In the minds of happy people, the very first perception of that negative experience causes them to deal with it in a way that is more productive, in a way that causes their brain to release different chemical signals, that causes the strengthening of the neural pathways which help them to overcome their hardship.
As a result, over time, these individuals become mentally and emotionally stronger because they are, by good mental habits, building a brain that is built to overcome.
The unhappy person tends to be overwhelmed, flooded with sadness, anxiety, anger, feelings of helplessness and they focus on how bad they are feeling. This sends out different chemical signals, thus building and reinforcing the pathways that will make those thinking patterns more dominant and thus, situations harder to overcome.
I need to pause here to say that this should not be interpreted to mean that if a person is not happy it is their own fault. This is not about assigning blame. What it is, is a call to all of us to have an awareness of the mechanisms at work in our minds and to remember that although we can not avoid bad life experiences, we are not helpless to change how we deal with them.
The tools with which we might build a stronger mind however are not "found" they are not things which will be foisted upon us "making" us happy but rather are things in which we must take an active role.

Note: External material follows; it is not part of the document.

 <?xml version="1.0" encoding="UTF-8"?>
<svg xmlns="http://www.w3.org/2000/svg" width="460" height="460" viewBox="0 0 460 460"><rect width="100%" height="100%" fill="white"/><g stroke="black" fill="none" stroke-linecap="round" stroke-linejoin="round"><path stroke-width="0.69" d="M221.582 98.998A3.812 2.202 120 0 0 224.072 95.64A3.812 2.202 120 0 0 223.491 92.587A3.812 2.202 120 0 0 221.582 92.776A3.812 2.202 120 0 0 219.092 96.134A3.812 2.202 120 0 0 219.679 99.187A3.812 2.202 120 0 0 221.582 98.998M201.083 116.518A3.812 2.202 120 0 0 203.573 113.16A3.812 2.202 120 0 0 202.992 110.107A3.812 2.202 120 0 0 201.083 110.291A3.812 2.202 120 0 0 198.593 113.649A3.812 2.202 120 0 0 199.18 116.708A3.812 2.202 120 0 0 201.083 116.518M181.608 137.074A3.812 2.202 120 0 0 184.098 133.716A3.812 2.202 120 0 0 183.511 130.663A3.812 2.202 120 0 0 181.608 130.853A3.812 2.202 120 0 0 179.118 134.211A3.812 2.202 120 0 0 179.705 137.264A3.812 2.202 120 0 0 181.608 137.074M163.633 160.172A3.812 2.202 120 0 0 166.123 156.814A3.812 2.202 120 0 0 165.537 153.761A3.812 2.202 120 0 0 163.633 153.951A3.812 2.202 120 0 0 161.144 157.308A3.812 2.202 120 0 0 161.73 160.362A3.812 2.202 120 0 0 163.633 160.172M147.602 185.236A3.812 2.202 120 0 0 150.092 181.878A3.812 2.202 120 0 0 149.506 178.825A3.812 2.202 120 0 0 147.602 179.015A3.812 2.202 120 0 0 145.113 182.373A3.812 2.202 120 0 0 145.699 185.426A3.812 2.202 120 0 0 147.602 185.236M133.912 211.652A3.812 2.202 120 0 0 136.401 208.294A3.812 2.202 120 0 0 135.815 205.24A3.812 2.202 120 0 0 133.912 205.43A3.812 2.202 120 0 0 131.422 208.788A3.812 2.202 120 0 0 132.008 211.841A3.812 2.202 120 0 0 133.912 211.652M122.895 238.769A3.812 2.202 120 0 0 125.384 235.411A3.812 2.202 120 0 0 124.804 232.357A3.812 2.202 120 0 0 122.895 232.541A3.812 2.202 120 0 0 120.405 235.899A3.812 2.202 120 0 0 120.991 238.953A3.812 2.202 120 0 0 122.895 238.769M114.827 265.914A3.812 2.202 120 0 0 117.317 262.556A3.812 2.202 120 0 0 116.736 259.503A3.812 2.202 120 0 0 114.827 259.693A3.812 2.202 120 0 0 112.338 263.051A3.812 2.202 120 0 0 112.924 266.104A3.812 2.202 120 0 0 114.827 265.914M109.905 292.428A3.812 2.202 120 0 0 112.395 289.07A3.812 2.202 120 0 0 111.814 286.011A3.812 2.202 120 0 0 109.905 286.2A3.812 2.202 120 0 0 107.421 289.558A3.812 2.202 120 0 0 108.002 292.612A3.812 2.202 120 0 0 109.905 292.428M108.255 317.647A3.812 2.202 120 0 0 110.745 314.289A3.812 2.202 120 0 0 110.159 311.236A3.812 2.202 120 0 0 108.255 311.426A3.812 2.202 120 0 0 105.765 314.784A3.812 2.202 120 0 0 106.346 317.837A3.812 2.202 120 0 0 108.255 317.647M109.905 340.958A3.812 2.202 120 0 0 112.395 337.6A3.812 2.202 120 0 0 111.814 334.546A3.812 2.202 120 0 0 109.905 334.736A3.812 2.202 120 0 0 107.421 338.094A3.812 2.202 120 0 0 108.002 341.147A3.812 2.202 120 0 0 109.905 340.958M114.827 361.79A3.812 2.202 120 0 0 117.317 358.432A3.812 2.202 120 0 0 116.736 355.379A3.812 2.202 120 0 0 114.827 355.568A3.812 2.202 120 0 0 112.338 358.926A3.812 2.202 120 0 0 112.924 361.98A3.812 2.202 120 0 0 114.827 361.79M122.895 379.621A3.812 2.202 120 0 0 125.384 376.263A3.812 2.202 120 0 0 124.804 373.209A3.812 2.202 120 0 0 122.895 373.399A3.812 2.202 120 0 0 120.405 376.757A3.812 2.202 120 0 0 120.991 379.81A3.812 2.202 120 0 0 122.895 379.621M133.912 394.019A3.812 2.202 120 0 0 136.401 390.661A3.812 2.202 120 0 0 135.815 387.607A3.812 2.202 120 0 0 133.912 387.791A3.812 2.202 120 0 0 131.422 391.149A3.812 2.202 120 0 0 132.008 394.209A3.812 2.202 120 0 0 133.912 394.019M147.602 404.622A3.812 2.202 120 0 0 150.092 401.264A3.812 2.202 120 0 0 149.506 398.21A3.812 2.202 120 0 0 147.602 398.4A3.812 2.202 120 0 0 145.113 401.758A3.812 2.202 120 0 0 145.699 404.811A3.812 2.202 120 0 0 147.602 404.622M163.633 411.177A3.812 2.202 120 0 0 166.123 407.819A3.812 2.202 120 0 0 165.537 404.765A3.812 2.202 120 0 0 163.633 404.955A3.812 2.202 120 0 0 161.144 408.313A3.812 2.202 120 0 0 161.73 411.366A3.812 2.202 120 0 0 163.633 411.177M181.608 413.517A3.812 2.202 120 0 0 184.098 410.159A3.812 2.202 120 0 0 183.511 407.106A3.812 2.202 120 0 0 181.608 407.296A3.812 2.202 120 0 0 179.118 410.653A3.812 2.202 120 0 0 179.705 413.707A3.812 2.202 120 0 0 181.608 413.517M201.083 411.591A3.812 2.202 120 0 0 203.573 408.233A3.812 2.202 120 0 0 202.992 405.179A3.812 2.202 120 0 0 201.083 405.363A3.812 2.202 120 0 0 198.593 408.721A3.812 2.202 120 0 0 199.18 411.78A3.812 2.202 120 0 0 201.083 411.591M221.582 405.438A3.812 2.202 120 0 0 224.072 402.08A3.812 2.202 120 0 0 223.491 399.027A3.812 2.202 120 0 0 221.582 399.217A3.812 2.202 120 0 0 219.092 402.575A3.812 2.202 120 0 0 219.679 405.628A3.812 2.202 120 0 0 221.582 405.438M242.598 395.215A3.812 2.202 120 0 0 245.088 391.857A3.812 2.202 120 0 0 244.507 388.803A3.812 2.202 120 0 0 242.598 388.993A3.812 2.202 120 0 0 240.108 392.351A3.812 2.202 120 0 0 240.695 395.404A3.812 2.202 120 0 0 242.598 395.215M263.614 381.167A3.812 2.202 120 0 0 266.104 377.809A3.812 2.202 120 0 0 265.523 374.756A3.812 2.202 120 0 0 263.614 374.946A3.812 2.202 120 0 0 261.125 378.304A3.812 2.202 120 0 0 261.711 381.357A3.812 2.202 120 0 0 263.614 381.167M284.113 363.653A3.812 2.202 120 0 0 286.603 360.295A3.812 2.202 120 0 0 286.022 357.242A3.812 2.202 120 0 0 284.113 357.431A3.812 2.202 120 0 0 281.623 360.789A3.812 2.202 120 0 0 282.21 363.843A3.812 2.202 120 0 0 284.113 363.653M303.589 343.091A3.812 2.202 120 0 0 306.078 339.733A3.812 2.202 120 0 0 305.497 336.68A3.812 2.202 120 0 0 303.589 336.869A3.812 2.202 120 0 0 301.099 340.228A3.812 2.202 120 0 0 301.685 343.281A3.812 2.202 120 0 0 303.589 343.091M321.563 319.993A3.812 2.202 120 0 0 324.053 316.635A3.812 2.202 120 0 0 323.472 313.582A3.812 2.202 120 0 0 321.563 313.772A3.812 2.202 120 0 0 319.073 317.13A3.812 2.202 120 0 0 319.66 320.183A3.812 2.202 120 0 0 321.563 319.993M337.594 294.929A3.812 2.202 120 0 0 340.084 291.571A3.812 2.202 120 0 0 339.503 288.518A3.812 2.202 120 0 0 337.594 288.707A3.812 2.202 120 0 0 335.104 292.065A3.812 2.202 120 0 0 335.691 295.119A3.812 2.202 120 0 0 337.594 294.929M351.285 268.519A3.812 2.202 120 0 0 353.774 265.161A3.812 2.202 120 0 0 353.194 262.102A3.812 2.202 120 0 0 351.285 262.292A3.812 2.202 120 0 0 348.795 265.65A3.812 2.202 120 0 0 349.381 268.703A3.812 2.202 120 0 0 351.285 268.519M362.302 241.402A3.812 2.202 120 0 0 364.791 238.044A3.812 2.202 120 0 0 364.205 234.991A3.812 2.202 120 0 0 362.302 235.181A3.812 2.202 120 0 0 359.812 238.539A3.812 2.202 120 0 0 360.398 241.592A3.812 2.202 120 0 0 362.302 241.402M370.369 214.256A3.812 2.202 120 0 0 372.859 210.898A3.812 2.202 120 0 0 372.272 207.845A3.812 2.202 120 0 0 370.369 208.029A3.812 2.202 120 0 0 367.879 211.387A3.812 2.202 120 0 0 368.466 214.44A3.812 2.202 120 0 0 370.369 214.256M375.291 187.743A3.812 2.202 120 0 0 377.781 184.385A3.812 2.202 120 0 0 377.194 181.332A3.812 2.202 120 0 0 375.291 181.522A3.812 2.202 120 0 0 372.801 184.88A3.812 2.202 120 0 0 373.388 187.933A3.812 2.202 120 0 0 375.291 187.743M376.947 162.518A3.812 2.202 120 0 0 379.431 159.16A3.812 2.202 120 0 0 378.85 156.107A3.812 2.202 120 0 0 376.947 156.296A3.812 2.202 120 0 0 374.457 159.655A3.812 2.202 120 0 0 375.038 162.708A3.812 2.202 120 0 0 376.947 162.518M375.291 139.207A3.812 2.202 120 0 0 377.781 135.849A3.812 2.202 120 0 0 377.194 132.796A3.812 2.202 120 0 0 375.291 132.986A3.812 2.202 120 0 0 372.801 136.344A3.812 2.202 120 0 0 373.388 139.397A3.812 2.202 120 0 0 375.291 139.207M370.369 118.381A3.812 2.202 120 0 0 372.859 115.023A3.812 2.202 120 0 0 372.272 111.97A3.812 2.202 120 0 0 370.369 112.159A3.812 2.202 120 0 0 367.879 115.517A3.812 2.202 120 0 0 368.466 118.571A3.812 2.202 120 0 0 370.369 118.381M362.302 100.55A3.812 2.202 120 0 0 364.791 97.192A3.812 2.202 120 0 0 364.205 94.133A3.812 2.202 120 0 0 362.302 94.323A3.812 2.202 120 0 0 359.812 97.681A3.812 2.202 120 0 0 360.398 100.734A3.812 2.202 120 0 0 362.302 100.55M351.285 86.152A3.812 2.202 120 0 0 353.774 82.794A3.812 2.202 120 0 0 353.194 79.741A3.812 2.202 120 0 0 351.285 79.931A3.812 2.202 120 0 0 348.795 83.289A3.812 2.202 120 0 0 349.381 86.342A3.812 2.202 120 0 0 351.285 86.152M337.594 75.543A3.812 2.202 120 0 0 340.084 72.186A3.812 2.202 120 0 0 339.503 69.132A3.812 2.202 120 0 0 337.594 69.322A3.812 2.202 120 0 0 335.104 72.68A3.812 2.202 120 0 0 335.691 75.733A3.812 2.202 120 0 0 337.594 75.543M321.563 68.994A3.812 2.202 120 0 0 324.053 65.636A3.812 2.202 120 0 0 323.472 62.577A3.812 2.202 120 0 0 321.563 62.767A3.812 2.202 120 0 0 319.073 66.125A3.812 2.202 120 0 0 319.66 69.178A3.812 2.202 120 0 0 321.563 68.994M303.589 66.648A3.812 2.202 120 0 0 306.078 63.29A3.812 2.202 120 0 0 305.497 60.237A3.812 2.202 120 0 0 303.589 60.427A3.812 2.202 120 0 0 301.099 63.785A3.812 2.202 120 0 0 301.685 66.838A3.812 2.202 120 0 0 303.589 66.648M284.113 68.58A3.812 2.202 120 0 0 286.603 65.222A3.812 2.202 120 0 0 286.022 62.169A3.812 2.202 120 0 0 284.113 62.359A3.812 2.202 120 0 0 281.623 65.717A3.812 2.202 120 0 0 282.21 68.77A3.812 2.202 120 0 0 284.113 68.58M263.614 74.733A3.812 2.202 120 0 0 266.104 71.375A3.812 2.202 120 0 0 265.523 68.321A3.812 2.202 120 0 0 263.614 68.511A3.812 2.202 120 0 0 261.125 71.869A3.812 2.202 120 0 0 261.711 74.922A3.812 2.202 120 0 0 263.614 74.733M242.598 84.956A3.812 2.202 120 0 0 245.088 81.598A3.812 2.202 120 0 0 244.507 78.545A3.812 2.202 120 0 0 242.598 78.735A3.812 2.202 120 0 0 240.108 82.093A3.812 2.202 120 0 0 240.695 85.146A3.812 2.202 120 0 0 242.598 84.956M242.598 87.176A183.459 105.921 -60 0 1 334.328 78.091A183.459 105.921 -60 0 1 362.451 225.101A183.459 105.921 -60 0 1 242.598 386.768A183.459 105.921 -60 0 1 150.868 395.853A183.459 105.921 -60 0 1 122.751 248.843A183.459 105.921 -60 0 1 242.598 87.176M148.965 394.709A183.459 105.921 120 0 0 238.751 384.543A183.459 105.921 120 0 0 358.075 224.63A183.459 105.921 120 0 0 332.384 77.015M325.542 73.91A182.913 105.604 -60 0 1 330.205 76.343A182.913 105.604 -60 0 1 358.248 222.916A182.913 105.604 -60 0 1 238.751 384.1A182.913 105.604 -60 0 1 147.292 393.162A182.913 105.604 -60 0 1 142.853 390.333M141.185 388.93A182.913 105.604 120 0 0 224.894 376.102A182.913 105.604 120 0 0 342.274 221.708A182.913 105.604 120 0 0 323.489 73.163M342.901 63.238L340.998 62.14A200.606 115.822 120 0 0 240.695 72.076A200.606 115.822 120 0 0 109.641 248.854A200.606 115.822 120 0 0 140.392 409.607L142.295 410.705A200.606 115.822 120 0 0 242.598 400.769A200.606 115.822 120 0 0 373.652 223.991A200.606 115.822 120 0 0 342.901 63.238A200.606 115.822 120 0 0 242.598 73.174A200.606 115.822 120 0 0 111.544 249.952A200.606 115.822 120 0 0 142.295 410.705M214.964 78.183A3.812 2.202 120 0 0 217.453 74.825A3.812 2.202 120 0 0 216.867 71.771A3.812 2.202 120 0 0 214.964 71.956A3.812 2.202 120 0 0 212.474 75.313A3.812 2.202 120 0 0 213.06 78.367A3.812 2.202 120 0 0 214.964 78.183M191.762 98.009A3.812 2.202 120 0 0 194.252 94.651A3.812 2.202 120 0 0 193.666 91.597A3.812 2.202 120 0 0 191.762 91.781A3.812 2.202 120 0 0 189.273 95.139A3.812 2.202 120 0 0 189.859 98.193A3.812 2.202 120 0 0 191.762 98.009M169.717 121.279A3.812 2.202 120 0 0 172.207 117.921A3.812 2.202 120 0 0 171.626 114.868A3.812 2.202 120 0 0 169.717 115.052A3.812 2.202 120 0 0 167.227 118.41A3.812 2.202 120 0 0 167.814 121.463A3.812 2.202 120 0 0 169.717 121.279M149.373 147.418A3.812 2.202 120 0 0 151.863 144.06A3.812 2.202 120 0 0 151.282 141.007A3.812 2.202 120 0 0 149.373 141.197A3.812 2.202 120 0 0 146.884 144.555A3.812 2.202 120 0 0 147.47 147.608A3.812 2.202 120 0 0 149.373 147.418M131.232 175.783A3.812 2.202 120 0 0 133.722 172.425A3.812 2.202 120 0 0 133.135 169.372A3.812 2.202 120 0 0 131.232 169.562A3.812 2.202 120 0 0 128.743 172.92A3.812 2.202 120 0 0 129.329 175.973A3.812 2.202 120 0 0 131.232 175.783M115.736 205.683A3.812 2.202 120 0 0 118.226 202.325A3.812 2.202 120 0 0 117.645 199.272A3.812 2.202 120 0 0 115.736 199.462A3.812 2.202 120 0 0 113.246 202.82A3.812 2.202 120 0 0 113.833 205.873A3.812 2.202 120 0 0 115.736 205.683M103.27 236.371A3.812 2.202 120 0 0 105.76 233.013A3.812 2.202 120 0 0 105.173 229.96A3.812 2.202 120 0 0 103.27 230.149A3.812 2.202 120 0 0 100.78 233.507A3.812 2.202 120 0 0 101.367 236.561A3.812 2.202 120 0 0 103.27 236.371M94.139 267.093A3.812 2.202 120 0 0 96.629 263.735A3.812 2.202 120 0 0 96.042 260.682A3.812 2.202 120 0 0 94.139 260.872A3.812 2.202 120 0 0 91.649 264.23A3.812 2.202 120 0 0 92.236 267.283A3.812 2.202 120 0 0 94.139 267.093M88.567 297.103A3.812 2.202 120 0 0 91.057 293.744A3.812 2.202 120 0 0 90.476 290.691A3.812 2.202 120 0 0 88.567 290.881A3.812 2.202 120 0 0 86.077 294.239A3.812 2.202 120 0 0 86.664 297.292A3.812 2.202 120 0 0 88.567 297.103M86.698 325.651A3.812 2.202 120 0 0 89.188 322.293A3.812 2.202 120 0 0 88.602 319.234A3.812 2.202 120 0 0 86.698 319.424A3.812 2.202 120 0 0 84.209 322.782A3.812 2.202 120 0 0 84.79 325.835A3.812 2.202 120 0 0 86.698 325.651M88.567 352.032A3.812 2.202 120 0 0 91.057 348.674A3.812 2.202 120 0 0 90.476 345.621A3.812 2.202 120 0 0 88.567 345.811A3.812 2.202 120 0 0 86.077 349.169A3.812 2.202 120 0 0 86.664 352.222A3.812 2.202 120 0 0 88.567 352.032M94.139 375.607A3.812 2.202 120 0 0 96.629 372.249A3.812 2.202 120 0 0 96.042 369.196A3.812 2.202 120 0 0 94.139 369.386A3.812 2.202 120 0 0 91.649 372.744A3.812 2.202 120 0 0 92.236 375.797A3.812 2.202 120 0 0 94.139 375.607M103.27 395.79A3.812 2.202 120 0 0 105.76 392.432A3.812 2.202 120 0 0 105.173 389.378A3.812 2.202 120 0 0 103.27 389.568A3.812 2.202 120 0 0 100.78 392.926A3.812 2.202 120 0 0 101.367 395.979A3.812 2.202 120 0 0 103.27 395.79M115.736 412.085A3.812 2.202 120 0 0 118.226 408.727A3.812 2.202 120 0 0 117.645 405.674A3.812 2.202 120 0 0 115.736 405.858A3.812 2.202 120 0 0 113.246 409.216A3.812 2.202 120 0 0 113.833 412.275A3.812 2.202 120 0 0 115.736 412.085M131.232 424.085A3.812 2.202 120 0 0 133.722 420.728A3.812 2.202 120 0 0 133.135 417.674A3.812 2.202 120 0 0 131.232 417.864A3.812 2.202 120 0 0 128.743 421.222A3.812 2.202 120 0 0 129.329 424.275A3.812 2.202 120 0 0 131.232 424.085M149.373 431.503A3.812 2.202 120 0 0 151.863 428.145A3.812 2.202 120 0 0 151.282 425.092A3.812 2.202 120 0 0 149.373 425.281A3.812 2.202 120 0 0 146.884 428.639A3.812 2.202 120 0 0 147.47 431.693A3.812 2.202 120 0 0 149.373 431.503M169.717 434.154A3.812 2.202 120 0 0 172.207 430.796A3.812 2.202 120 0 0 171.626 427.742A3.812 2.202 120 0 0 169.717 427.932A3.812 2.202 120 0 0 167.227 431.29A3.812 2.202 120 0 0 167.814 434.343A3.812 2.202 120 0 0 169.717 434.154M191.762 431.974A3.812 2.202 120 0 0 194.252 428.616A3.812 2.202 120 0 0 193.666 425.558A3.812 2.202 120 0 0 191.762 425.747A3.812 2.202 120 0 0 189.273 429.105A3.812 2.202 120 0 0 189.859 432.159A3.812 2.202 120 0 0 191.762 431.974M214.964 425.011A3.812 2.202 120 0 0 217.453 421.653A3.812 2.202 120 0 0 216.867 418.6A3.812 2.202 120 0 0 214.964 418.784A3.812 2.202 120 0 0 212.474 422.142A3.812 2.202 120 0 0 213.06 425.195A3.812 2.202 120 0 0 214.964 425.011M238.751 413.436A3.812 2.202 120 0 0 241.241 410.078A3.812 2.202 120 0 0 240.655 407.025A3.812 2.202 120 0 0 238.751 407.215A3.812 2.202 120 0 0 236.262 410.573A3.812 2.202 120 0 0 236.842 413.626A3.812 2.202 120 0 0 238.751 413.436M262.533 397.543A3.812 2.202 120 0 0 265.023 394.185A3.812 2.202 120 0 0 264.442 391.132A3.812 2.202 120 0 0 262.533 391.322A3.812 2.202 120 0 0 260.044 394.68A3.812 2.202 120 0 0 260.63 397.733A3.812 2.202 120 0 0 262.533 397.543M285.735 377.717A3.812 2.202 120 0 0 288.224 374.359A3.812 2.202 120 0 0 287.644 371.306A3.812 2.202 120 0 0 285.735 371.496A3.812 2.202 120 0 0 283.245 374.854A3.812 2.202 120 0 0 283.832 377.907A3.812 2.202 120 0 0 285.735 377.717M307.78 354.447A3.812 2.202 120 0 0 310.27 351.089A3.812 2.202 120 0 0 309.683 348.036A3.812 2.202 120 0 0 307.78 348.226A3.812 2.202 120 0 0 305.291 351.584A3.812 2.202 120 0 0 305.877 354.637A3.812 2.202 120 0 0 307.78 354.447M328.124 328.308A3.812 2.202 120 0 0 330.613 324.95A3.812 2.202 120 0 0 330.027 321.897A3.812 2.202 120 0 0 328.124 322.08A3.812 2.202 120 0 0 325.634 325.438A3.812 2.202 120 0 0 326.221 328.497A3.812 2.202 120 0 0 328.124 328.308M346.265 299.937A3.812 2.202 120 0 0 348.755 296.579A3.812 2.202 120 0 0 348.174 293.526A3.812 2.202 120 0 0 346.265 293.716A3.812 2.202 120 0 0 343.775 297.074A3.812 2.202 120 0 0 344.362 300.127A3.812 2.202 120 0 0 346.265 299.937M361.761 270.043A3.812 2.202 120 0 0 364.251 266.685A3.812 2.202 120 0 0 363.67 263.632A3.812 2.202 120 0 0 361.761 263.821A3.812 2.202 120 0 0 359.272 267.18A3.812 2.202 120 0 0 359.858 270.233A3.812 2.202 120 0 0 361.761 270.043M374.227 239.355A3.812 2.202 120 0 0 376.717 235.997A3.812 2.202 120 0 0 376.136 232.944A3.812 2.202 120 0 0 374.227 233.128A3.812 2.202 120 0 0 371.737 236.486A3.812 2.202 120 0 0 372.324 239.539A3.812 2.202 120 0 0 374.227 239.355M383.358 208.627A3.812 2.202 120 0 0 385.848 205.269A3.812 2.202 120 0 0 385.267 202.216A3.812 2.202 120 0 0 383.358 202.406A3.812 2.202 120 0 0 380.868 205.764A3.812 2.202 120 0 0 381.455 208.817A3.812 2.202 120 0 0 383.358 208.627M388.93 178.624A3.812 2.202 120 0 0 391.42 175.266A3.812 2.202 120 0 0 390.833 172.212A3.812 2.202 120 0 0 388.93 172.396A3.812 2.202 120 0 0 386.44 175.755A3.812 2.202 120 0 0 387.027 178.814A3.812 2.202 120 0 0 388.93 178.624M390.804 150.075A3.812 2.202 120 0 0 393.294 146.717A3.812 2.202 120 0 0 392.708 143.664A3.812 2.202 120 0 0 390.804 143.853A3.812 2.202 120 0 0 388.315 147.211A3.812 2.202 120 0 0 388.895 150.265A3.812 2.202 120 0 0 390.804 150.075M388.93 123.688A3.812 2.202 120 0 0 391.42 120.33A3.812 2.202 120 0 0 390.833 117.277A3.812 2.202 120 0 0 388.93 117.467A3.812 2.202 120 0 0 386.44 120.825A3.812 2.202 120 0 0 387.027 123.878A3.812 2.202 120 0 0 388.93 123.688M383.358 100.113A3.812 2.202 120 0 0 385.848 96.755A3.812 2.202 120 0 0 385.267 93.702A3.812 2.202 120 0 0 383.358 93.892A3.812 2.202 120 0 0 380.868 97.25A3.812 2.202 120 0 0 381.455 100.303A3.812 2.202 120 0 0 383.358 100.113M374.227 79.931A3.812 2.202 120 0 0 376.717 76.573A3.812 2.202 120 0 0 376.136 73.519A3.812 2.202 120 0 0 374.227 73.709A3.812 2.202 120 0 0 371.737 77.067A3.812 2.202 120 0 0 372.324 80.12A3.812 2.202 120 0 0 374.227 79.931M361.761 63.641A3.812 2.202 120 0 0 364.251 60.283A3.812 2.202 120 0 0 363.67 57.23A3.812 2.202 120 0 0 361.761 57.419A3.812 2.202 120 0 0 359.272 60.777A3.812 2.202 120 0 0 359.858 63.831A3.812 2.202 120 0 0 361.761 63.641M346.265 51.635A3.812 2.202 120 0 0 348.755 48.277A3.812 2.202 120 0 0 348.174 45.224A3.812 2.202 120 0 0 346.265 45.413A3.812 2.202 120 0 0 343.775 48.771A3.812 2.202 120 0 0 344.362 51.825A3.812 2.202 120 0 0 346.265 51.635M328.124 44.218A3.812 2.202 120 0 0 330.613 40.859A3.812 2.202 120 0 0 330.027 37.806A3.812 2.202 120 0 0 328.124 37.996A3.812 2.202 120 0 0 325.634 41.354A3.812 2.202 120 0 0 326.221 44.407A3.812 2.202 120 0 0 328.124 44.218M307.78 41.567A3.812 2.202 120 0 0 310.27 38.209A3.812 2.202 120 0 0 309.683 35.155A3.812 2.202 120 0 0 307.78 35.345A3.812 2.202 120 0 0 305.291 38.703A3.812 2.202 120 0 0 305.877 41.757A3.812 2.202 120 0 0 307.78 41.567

In much the same way that we can not prevent all physical illnesses, we can still develop healthy habits to help us recover more quickly when we do get sick and we can make choices to avoid things we know will cause disease.
One last thing I want to mention. During my first job in customer service I attended a training on what “good customer service” is. The trainer talked about the importance of smiling at the guests and engaging them with an energetic welcoming attitude. I almost walked out thinking I was hired as a security guard and didn't realize being bubbly was part of the deal.
I've never been a "perky" person and it seemed fake to me. The trainer told me that research shows if you make yourself smile and behave in a friendly manner your brain will be convinced that you are experiencing a happy event and that by smiling you can actually make yourself happier. I didn't believe it, but I gave it a try and the fact is that acting happy does make you a happier person.
This “fake it until you make it” is only good as a starting point though. Cultivate a positive attitude by knowing that the first step on the path to happiness is realizing that you can't pick the events in life but you can decide how you will perceive them.
Just try this. The next time a negative situation happens in your life, when you feel that emotion rising up in you, the fear of being overwhelmed, say to yourself, "I will get past this." The idea is not to stop your feelings or repress them. That is not possible or healthy. Tell yourself you are going to feel it these emotions, but not let them seize control of you.
Once the waves of emotion begin to calm you will start to separate the feelings, anger, grief, shock, hurt, etc. This is where you can choose the direction you will take. If you focus on the angry feelings, those connections will become stronger and every moment you focus on it is a reinforcing of that thought pattern. Anger changes nothing about the situation. It is cyclical. It won't move you past the experience to a place of healing.
Likewise grief, though a necessary feeling to have, doesn't move you forward. As you allow yourself to feel these feelings, you have to try and find a positive to focus on to keep balance. As time moves on, you will tip the balance back to the positive. Just like physical therapy after an injury, it will be slow and hard at first but you will feel you are on a path to recovery.
With each event life throws at you, these mental exercises with create a stronger more positive brain.
I hope something in this article helps you onto a happier path.